Across the entire sample, AFQ was unable to characterize 5 of the 576 fiber tracts (i.e., N × [number of fiber tracks] = 32 × 18): the callosum forceps major for three participants and the callosum forceps minor for two participants. These participants were excluded from analyses involving these particular fiber tracts. The failure of AFQ to identify these fibers may be a result of crossing fibers, noise in the data, abnormal anatomy that caused problems for automated segmentation, or small fiber tracks for which it is difficult to compute statistics. Of the 18 analyzed fiber groups (Table 3), two distinguished MDD from CTL participants after correcting for multiple comparisons: the left corticospinal tract (CST) (t(30) = 3.45, p < 0.002) and the right CST (t(30) = 3.79, p < 0.001) (Table 4, Figure 1). Both CSTs were characterized by greater FA in the MDD than in the CTL group (Table 4). As an exploratory analysis, we divided the group of MDD participants into two subgroups based on the presence or absence of comorbid anxiety; these two subgroups did not differ in FA for either the left or the right CST (p’s > 0.10). In addition, the group differences in CST were unchanged after removing the three MDD participants who were taking psychotropic medications (left CST: t(27) = 3.45, p < 0.002; right CST: t(27) = 3.11, p < 0.005). Finally, in the MDD group, we correlated age of onset and severity of depression, and level of global functioning, with mean FA individually for both left and right CST. No significant correlations were obtained (p > 0.10).
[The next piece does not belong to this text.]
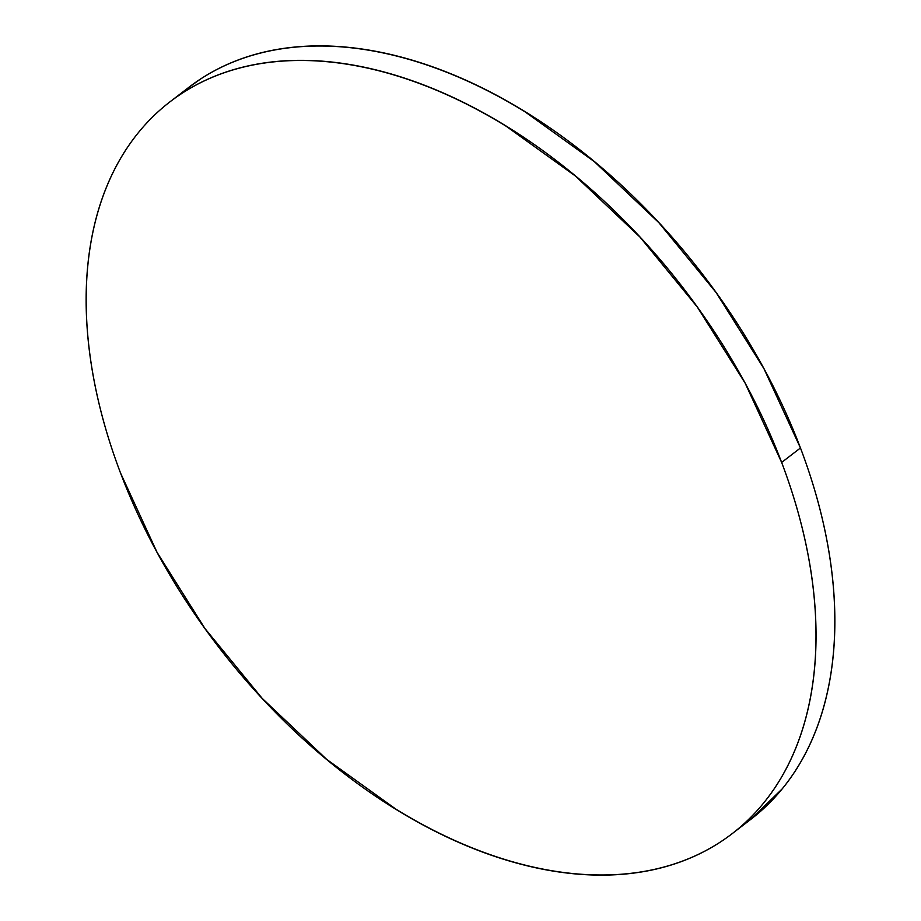 <?xml version="1.0" encoding="UTF-8"?>
<svg xmlns="http://www.w3.org/2000/svg" width="921" height="921" viewBox="0 0 921 921"><rect width="100%" height="100%" fill="white"/><g stroke="black" fill="none" stroke-linecap="round" stroke-linejoin="round"><path stroke-width="1.38" d="M741.417 826.079A461.421 293.5 -127.5 0 0 751.029 819.172A461.421 293.5 -127.5 0 0 800.464 447.974L781.641 462.446A461.421 293.5 52.5 0 1 732.207 833.632A461.421 293.5 52.5 0 1 120.536 473.026A461.421 293.5 52.5 0 1 169.971 101.828A461.421 293.5 52.5 0 1 781.641 462.446L800.464 447.974A461.421 293.5 -127.5 0 0 188.793 87.368L169.971 101.828M781.641 462.446L745.112 383.101L697.289 307.004L639.991 237.088L575.441 176.038L506.113 126.2C482.431 111.637 458.612 99.399 434.677 89.487C410.731 79.574 387.131 72.183 363.864 67.302C340.597 62.432 318.102 60.164 296.401 60.51C274.7 60.855 254.196 63.814 234.89 69.363C215.583 74.923 197.842 82.982 181.679 93.539C165.515 104.085 151.228 116.932 138.829 132.083C126.419 147.222 116.138 164.375 107.976 183.521C99.802 202.678 93.919 223.469 90.304 245.895C86.689 268.31 85.423 291.945 86.505 316.778C87.576 341.622 90.983 367.18 96.705 393.474C102.438 419.769 110.382 446.282 120.536 473.026L157.065 552.358L204.899 628.456L262.186 698.371L326.736 759.422L396.065 809.26C419.746 823.823 443.565 836.061 467.5 845.973C491.446 855.885 515.046 863.276 538.313 868.158C561.591 873.039 584.075 875.295 605.776 874.95C627.477 874.605 647.981 871.646 667.288 866.097C686.594 860.536 704.335 852.478 720.498 841.932C736.662 831.375 750.949 818.527 763.348 803.377C775.758 788.238 786.039 771.084 794.201 751.939C802.375 732.782 808.258 711.991 811.873 689.576C815.488 667.149 816.754 643.514 815.672 618.682C814.601 593.838 811.194 568.28 805.472 541.985C799.739 515.691 791.795 489.178 781.641 462.446M750.224 819.782L782.171 788.917C794.581 773.778 804.862 756.625 813.024 737.479C821.198 718.322 827.081 697.531 830.696 675.105C834.311 652.69 835.577 629.055 834.495 604.222C833.424 579.378 830.017 553.82 824.295 527.526C818.562 501.231 810.618 474.718 800.464 447.974L763.935 368.642L716.101 292.544L658.814 222.629L594.264 161.578L524.935 111.74C501.254 97.177 477.435 84.939 453.5 75.027C429.554 65.115 405.954 57.724 382.687 52.842C359.409 47.961 336.925 45.705 315.224 46.05C293.523 46.395 273.019 49.354 253.712 54.903C234.406 60.464 216.665 68.522 200.502 79.068L187.919 88.048M751.029 819.172L732.207 833.632"/></g></svg>

For the second stage of the analysis plan, we identified MDPs associated with the AFQ-identified CST. This resulted in the identification of 24 unique MDPs from seven white matter ROIs (from a total of 50). The 24 MDPs (12 in each hemisphere) comprised 35.8% of the total set of 67 MDPs (Table 5). These MDPs overlap, are along the same white matter bundle, or are spatially proximal to the CST projections identified in the AFQ analysis.

We conducted two-sample t-tests on a point-by-point basis along each of the identified MDPs. After correcting for multiple comparisons by using FDR independently for each MDP, the MDD and CTL groups exhibited point-wise differences in four MDPs: the left posterior limb of the internal capsule, the right posterior limb of the internal capsule, the right superior corona radiata, and the left external capsule (Table 6, Figure 2). Because each of the four MDPs was located in a unique region, and because each of these regions included two analyzed MDPs, only one of the two MDPs identified for each implicated white matter region yielded point-wise group differences after FDR correction. Of the identified points that differed between groups (27 total across the four MDPs), all except three of the six points of the left external capsule were characterized by greater FA in the MDD than in the CTL group.